Взор юноши пылал. Умудрённый сединами Аргоний понял, что спор уже проигран: противопоставить было нечего. Сжигающая мосты молодость отвергает устои бережливой и осторожной старости, пусть даже подпиливая под собой сук. Сколько раз это случалось в истории планеты!

Присутствующие увидели, что настал момент истины. Ряды участников Совета заколыхались, у многих проявились слёзы восхищения. Подхваченные порывом благородной жертвенности, присущей землянам в трудные минуты, люди вставали с мест. Повсюду слышалось:

— Откажемся, по крайней мере, от вторых и третьих роботов!

— Человеку нужна лишь одна комната и несколько предметов!

— Бросим же остальное в горнило аннигиляторов материи и переплавим бесстыдство роскоши в мудрость познания!

Советники, видя расходящееся кругами волнение, в очередной раз воззвали к спокойствию.

— Как тебя зовут, юноша? — спросила Лингамена, когда шум немного утих.

— Редилий из Акваторий, — ответил молодой человек.

— Ты внёс очень ценное предложение, Редилий. Нам действительно незачем лишний раз трогать недра нашей кормилицы.

А теперь продолжу, если никто не против. Итак, я обрисовала вам подготовительную часть проекта. Если в масштабах планеты мощности окажутся достаточными, основной блок данных мы загрузим и подготовим к работе за три года.

Лингамена выдержала паузу, но Зал уже не волновался как раньше. Люди выплеснули эмоции и теперь тихо слушали. Что ж, значит, самое время «обрадовать» их тем, что эксперимент этот… ох, не хочется даже самоё себе признаваться! Продолжим.

— Но есть и положительный момент: ждать три года мы не будем и запустим первоначальный просчёт уже после первых трёх-четырёх месяцев подготовки, когда-то ближе к Новому Году. Но, надеюсь, даже не специалисту понятно, что с таким малым количеством данных на громадный успех поначалу рассчитывать не стоит…

Лингамена взяла стакан с водой, чтобы смочить губы. В это время советник Аргоний снова поднялся и заговорил:

— Надеюсь, у собрания не сложится впечатление, что я постоянно перебиваю докладчика… Но поведай нам, пожалуйста, Лингамена, о том, как прогнозируется институтом дальнейшее развитие проекта. Ведь скоро все здесь собравшиеся будут методом голосования решать его судьбу: на повестке вопрос о выделении вам запрашиваемых на эксперимент ресурсов. Техническую сторону мы более-менее уяснили. Но всем нам очень важно знать, когда ждать хоть каких-то результатов?

Поставленный в лоб вопрос несколько смутил Лингамену. Одними красивыми рассказами и общими словами проницательного советника трудно было склонить на свою сторону. Однако пора было отвечать, и учёная призвала на помощь всю свою выдержку.

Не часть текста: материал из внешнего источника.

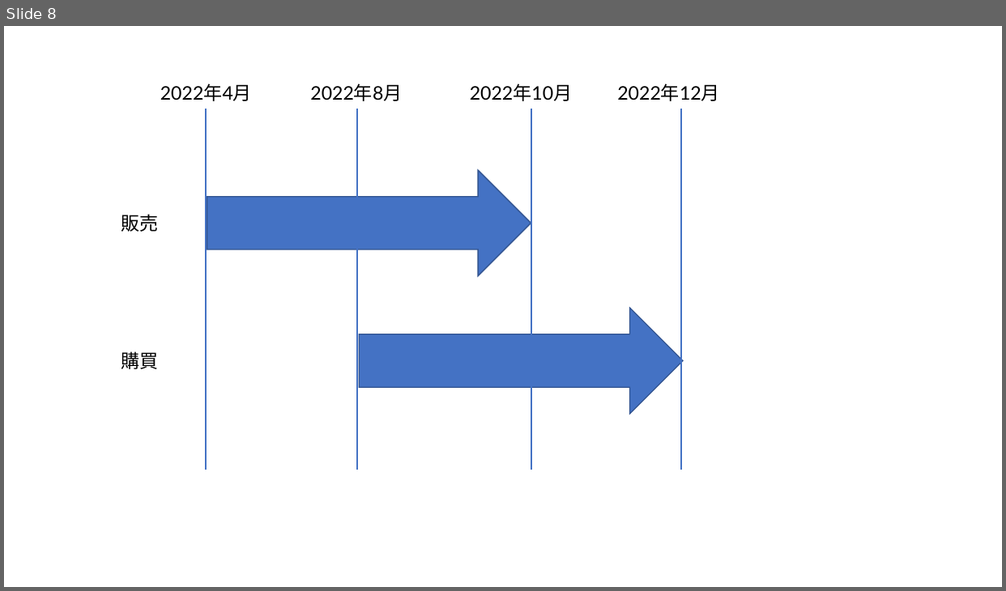
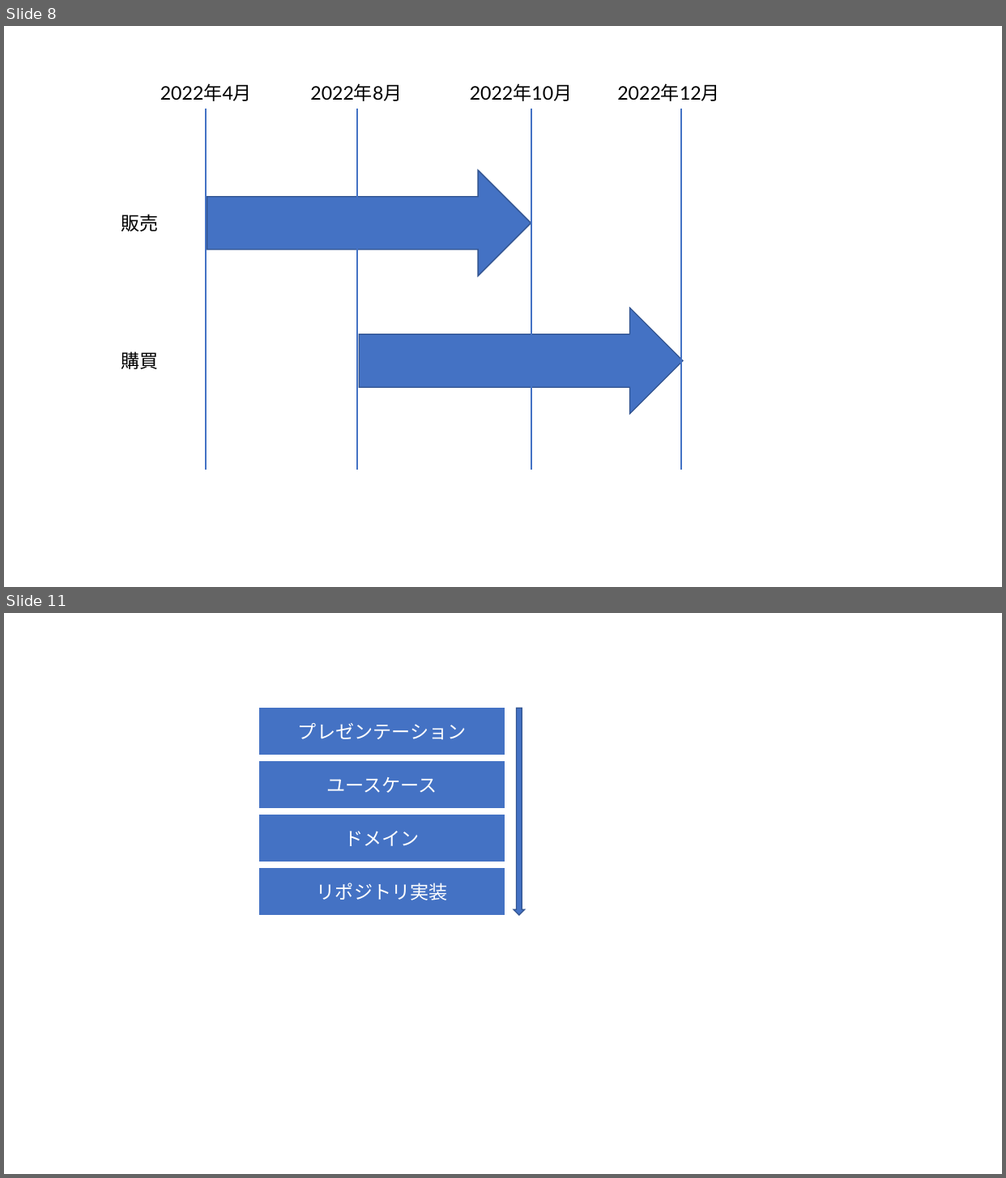
Before and after one commit to nuitsjp/WpfArchitecture2022Article, a slide deck: AdventureWorks.pptx. Shown one above the other, each under a label of ours: slide 8 before the commit, slides 8 and 11 after it; the slides between them are not shown. The pictures are 1006x591 and 1006x1178 pixels, drawn with LibreOffice and Linux fonts; fonts in the diff are those of the drawing. Boxes give left, top, right and bottom in pixels: in the first picture for what was removed or moved away, otherwise in the second. Text is boxed around its words. In the diff, an @@ line names an element or a change of style, - is before the commit and + after.

```diff
--- a/AdventureWorks.pptx
+++ b/AdventureWorks.pptx
@@ slide 11 added at (4, 613, 1002, 1174), background #FFFFFF @@
@@ rectangle added at (256, 705, 509, 757), fill #4472C4, outline #FFFFFF 6 pt, 18 pt, text #FFFFFF @@
+プレゼンテーション
@@ down arrow added at (513, 708, 525, 915), fill #4472C4, outline #325491 1 pt @@
@@ rectangle added at (256, 758, 509, 811), fill #4472C4, outline #FFFFFF 6 pt, 18 pt, text #FFFFFF @@
+ユースケース
@@ rectangle added at (256, 811, 509, 865), fill #4472C4, outline #FFFFFF 6 pt, 18 pt, text #FFFFFF @@
+ドメイン
@@ rectangle added at (256, 865, 509, 918), fill #4472C4, outline #FFFFFF 6 pt, 18 pt, text #FFFFFF @@
+リポジトリ実装
```
Also in this commit, not shown: 3 other slides added, 35 other files.

— Ну что ж, каков вопрос… — спокойно произнесла выступающая, стараясь не менять выбранной модели поведения и, тем самым, не проявлять излишнего волнения.

— Конечных результатов, очень может статься, никто из присутствующих не увидит. Проект Института Кармоведения весьма долгосрочный, а уж как будет себя вести Кармопроцент в годы загрузки информации, сказать и вовсе не представляется возможным. Ясно только, что как бы он ни скакал, никаких далекоидущих выводов из этого делать не следует. Но кое-что видно уже и отсюда, из первой четверти 32-го века. При соблюдении некоторых тождеств и при равномерно поступающих объёмах информации, Кармопроцент в среднем может увеличиваться на десять единиц за каждые сто лет…

— Но это же тысяча лет! — вырвалось у кого-то из зала.

— Да-а! — немного едко подтвердила Лингамена. — Но даже это ещё не значит, что наши потомки через десять веков будут осчастливлены абсолютным доказательством незыблемости кармического закона. — Сказав так, Лингамена на миг отвлеклась, бросив несколько слов стоящей неподалёку молодой женщине, чья внешность недвусмысленно указывала на то, что предки её явно жили на территориях Восточной Сибири и, скорее всего, исповедовали дхарму испокон веков.

— Кое-какие детали вам озвучит наш советник по вопросам религии при ИКИППСе Дарима Дашинимаева, — сказала Лингамена, уступая место на трибуне. — Прошу, Дарима!

Я заметил полыхнувший в глазах подруги огонёк. Ну, сейчас начнётся!

— Приветствую собрание! — начала Дарима. — Мне очень непривычно выступать перед такой большой аудиторией, но я должна поведать вам об одном нюансе. Дхармическое учение говорит нам о том, что мир не имеет начала. То есть, всё происходящее продолжается уже неисчислимое количество времени. Применительно к нашему проекту это означает следующее. Мы предполагаем, что в течение продолжительного промежутка времени Кармопроцент будет расти, изредка заметно откатываясь назад. Так будет являть себя природа безначальности, напоминая о себе кармическими всплесками того, что не приходило в мир уже длительное время, и стрелка кармометра тогда будет дрожать под неистовым напором красного ветра. После же того, как вычислители обнаружат причинные цепочки, связывающие эти неожиданные импульсы со всеми остальными событиями, процент снова поползёт вверх. И теперь самое главное. Напомню только, что я не являюсь инженером ИКИППСа, а говорю сейчас лишь о том, какие выводы можно сделать на основе упомянутого Учения.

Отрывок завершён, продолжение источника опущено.